Data entries
* * * * * * *

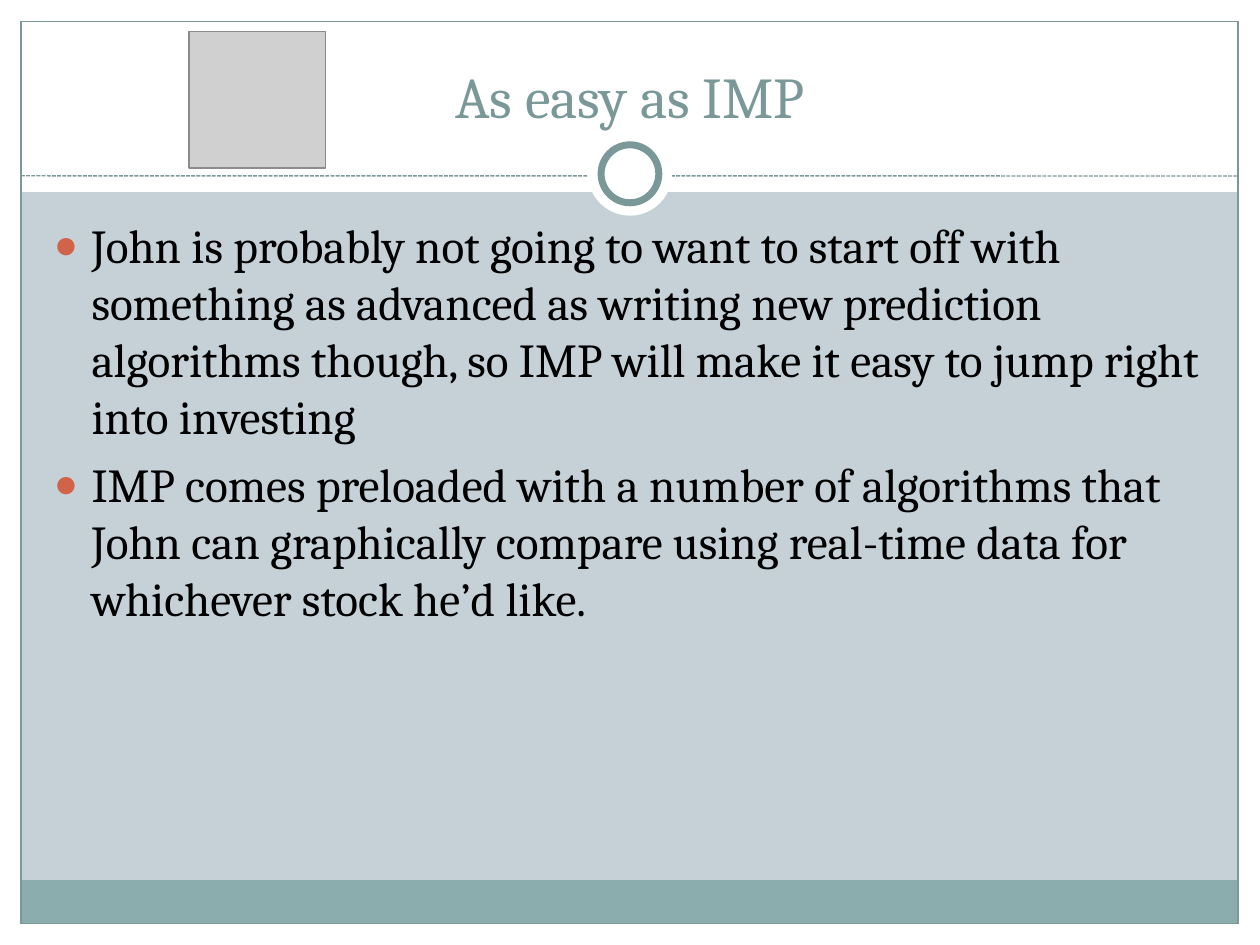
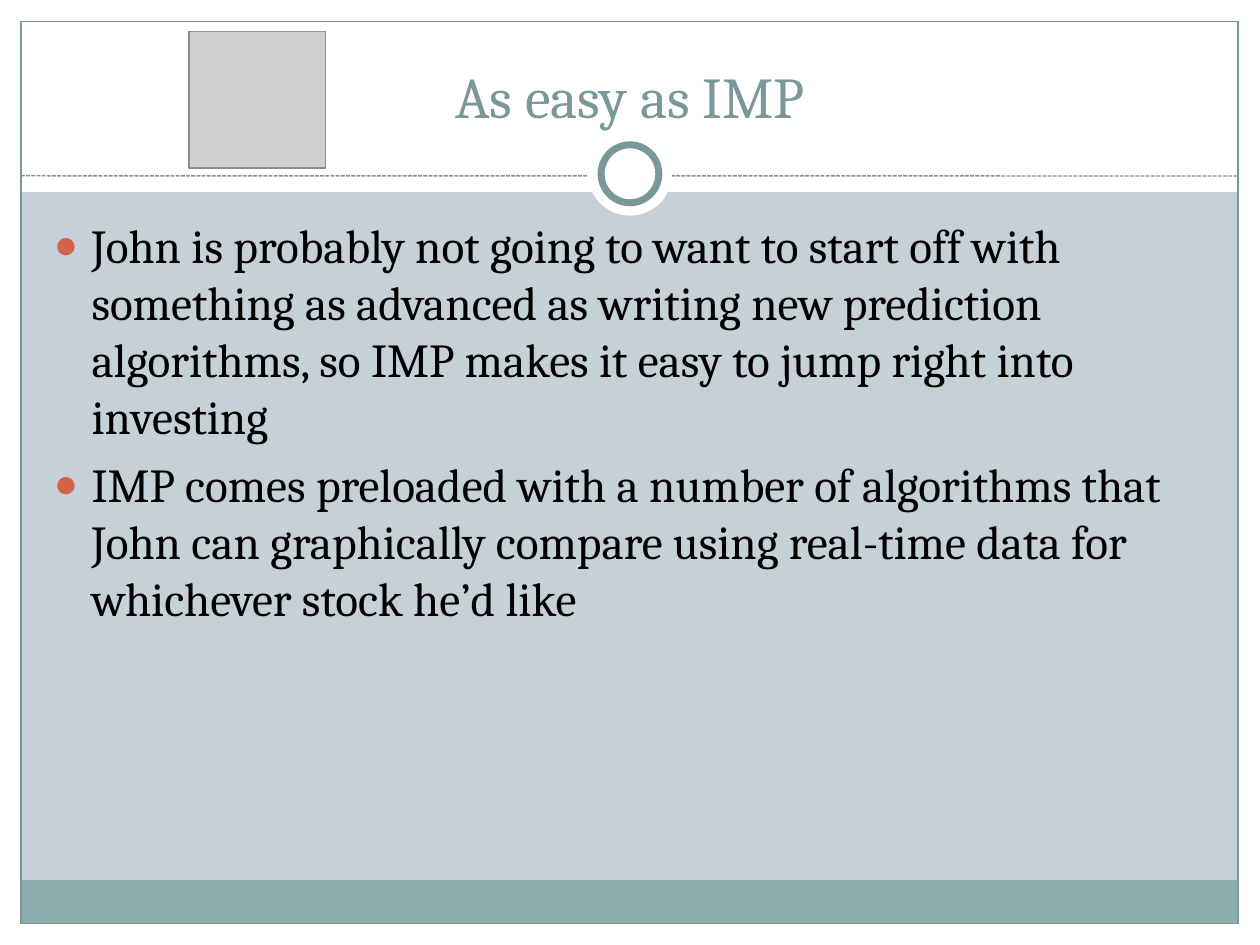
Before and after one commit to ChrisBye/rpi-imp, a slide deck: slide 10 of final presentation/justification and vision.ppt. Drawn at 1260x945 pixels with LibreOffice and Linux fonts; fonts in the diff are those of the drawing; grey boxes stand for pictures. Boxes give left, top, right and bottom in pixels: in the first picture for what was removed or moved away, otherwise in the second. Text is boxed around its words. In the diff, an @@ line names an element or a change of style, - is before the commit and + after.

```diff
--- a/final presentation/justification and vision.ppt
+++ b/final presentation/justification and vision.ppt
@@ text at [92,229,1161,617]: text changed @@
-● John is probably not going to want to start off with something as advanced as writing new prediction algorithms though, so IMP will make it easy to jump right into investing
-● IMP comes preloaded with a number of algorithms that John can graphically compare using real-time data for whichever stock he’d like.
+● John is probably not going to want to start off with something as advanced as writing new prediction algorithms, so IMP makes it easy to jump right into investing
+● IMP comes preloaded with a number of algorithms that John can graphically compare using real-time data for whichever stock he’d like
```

* * * * * * *

What to work on » Reproduce the records above exactly, leaving out every picture they contain.

Written response »
Before and after one commit to ChrisBye/rpi-imp, a slide deck: slide 10 of final presentation/justification and vision.ppt. Drawn at 1260x945 pixels with LibreOffice and Linux fonts; fonts in the diff are those of the drawing; grey boxes stand for pictures. Boxes give left, top, right and bottom in pixels: in the first picture for what was removed or moved away, otherwise in the second. Text is boxed around its words. In the diff, an @@ line names an element or a change of style, - is before the commit and + after.

```diff
--- a/final presentation/justification and vision.ppt
+++ b/final presentation/justification and vision.ppt
@@ text at [92,229,1161,617]: text changed @@
-● John is probably not going to want to start off with something as advanced as writing new prediction algorithms though, so IMP will make it easy to jump right into investing
-● IMP comes preloaded with a number of algorithms that John can graphically compare using real-time data for whichever stock he’d like.
+● John is probably not going to want to start off with something as advanced as writing new prediction algorithms, so IMP makes it easy to jump right into investing
+● IMP comes preloaded with a number of algorithms that John can graphically compare using real-time data for whichever stock he’d like
```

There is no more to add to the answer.